Latency: framework-record JSON assembly is reads over config tables + in-process registries (estimated tens of ms); PDF render via WeasyPrint is in the 1–2 s class already accepted for the decision memo (PR #169) and the AI-Act record — both officer-initiated, never on the case hot path. An effectiveness run replays 7 packaged golden snapshots through the pure risk-matrix/gate computation (no retrieval), estimated sub-second; not measured because every surface here is an on-demand officer/admin action, not a per-case cost.
Dependency surface: zero new packages. Reuses WeasyPrint + Jinja2 (report_service._build_env), the golden YAML fixtures (backend/tests/golden/, 7 files), country_capability, and the existing risk_config_audit table (migration 038). One new Alembic migration (next sequential revision at implementation time): risk_config_audit.rationale column + effectiveness_runs table.
Debuggability: every record is derived from named live sources, so a wrong claim traces to one producer (check catalog → MonitoringCheckType + implementation status; cadences → the §2.2 canonical tables; gaps → country_capability_gap). Effectiveness runs persist per-golden-case expected-vs-actual JSONB, so a failed run shows exactly which oracle diverged and by what. A source that cannot be read renders as an honest gap entry, never a fabricated "satisfied".
Reversibility: additive services + endpoints (delete the files, done); the migration adds one nullable column and one new table (hours to revert). The mandatory-rationale change on risk-config draft/activate is request validation — one commit to revert.
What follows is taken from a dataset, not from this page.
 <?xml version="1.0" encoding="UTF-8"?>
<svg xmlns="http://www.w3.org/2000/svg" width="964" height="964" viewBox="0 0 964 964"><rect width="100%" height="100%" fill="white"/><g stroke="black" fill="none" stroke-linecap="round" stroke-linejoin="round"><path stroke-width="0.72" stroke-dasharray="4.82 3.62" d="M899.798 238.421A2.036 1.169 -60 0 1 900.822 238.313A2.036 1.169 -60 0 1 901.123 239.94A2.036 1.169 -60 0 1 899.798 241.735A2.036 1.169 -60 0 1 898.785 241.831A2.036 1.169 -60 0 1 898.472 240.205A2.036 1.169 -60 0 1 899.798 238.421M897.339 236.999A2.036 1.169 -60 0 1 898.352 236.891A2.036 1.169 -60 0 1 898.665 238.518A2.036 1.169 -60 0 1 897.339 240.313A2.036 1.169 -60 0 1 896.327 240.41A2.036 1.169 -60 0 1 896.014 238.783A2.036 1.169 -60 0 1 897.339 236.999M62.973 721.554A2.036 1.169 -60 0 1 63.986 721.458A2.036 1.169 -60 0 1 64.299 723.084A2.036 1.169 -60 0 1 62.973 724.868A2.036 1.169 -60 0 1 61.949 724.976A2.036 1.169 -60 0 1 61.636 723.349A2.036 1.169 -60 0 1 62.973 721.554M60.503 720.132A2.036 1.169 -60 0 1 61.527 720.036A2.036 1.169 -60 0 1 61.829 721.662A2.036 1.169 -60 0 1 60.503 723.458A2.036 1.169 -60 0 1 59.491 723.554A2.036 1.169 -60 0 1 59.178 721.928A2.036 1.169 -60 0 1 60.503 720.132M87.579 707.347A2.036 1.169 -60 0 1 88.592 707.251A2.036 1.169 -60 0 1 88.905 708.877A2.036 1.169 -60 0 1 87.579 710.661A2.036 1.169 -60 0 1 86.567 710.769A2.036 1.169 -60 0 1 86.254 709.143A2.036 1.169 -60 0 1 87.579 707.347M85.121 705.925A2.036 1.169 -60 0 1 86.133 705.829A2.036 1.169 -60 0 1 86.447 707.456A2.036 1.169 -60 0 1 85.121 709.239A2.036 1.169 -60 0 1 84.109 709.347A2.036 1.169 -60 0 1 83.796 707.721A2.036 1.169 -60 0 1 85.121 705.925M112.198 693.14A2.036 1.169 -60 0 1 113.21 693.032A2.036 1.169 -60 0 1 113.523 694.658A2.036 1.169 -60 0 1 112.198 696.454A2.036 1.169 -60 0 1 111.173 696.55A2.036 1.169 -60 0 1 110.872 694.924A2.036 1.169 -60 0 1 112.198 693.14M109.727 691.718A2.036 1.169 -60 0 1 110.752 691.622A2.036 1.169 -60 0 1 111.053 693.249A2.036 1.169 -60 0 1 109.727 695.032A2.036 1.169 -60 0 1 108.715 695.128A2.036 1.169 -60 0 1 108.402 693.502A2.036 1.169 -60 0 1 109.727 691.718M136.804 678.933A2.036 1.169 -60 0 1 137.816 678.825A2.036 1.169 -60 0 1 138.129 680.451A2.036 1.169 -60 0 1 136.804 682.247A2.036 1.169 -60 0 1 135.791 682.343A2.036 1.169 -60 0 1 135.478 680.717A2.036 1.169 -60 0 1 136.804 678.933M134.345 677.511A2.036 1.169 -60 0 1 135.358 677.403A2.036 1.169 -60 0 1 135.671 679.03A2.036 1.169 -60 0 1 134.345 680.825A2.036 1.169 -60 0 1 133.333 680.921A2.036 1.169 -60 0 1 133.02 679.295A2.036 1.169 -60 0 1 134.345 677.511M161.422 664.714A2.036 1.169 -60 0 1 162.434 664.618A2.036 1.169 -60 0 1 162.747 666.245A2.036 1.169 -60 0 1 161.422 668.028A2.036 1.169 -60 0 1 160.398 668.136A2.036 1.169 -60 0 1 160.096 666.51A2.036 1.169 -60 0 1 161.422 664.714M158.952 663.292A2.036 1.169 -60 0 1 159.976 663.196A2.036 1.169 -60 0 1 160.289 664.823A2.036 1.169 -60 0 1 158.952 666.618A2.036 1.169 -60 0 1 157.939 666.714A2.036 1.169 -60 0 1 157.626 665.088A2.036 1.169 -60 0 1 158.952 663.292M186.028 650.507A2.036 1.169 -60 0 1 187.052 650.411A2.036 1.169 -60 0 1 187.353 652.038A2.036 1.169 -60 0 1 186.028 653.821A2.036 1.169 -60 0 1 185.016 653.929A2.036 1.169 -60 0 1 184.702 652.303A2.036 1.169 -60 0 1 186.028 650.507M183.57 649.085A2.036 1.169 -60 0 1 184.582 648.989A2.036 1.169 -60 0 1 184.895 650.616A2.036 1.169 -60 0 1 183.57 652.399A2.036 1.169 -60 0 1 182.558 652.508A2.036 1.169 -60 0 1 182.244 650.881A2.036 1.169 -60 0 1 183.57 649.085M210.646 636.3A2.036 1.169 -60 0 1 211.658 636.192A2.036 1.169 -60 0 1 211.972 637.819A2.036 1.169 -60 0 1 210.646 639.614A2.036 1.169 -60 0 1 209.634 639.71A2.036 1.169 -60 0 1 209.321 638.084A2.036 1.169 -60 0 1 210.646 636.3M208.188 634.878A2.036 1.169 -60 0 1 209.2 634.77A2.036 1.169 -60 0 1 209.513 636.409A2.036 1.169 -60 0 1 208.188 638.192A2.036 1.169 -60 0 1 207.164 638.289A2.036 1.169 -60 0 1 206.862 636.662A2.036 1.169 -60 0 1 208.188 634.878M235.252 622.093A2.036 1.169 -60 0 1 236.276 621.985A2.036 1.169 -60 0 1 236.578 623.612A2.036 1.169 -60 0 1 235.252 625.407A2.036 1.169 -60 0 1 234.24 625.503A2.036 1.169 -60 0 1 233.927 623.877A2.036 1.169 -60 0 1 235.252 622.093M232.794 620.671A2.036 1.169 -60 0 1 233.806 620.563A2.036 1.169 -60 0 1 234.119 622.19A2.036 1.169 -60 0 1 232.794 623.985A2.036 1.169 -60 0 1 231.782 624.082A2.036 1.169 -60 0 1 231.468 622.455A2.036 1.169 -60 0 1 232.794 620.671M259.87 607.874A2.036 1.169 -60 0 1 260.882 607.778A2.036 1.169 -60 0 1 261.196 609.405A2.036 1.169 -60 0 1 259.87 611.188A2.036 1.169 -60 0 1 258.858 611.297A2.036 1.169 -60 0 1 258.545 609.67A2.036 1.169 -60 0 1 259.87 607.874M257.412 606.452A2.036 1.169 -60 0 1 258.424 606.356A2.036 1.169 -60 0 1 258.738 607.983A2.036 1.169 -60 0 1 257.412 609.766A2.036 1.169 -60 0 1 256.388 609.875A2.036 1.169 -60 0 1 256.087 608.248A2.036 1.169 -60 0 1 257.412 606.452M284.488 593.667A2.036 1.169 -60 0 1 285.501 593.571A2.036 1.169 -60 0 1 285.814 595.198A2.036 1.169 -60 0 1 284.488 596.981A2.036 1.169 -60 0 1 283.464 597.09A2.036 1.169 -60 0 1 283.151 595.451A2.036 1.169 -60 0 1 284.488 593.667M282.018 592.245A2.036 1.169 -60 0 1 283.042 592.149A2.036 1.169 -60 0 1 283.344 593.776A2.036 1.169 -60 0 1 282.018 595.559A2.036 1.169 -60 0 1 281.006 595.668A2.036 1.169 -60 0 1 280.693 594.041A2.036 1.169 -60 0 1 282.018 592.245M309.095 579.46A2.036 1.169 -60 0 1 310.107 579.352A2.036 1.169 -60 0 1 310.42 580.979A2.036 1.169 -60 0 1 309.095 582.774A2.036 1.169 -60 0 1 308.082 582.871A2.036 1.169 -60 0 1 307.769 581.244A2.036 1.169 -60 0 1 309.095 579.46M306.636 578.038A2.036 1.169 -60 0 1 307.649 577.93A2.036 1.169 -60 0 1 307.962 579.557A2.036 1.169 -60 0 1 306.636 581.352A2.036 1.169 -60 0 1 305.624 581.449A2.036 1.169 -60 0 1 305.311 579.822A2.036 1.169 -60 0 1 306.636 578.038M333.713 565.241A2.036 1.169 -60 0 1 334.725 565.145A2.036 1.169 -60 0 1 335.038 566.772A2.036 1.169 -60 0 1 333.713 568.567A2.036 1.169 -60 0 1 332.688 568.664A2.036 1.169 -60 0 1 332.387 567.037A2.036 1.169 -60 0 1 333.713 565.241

No workflow or state-machine changes.
Blast radius: additive except three touch points — the risk-config create_draft/activate API gains a required rationale field (admin UI updated in the same wave), case_pack_service.py gains an ongoing-monitoring appendix section, and ai_act_conformity_service._build_known_gaps flips one entry to satisfied-by-reference. Nothing in the Temporal workflow or the decision path changes.
Alternative considered: a static, authored Monitoring Framework PDF — rejected because it drifts from the deployed configuration; the data-driven ai_act_conformity_service mold exists precisely so the record "can never claim a model/prompt the system does not actually run" (its own docstring), and that property is the whole point of a supervisor-challenge artifact.

Context

The AMLA draft ongoing-monitoring guidelines (consultation 2026, final expected Q4 2026; NCA comply-or-explain declarations Q1 2027; AMLR (EU) 2024/1624 applies 2027-07-10) require an obliged entity to demonstrate its monitoring framework to a supervisor: what is monitored, at what cadence, in which forms (pre- / real-time / post-event), with which documented limitations and mitigations, and on what risk-based calibration basis. The 2026-07-03 gap analysis (docs/research/2026-07-03-amla-ongoing-monitoring-gap-analysis.md, §3.1 rows "Calibration/data quality" and "Supervisor pack") verified four gaps against the code:

No system-level Monitoring Framework Record exists. All monitoring documentation is per-case (case pack, ADR-0069) or per-event (MonitoringEvent rows, ADR-0066). Nothing answers the supervisor's framework-level question. The nearest mold is ai_act_conformity_service.py — a data-driven, honestly-statused record derived live from running configuration — and that service itself lists post-market monitoring as a KnownGap ("Post-market monitoring (Art. 72)", ai_act_conformity_service.py:394-399) and states Art. 15 continuous accuracy monitoring "is not yet automated" (:349).
The case pack contains zero post-approval monitoring content (case_pack_service.py, grep-verified: no reference to monitoring, ScreeningResult post-approval trail, or alert dispositions). A regulator asking "prove this relationship was monitored after onboarding" gets nothing from the ADR-0069 export.
Risk-config changes capture no rationale. risk_config_service.py writes only auto-generated changes_summary strings — "Draft v{n} created" (:596), "Draft config data updated" (:658), "Config v{n} activated" (:727). Worse, _create_default_active_config (:320) self-heals a missing config by auto-activating factory defaults with no tenant assessment record — the exact "default settings without prior risk-based assessment" the AMLA guidelines flag as poor practice.
Effectiveness testing is vendor-only. The golden-case harness (backend/tests/test_golden_cases.py + 7 YAML oracles in backend/tests/golden/, incl. the OB Holding CRITICAL/90 lineage) runs in Soft4U's dev CI. A tenant has no way to demonstrate that their active configuration still produces the known-correct outcomes — AMLA's "defined, tested, calibrated" expectation for automated tools.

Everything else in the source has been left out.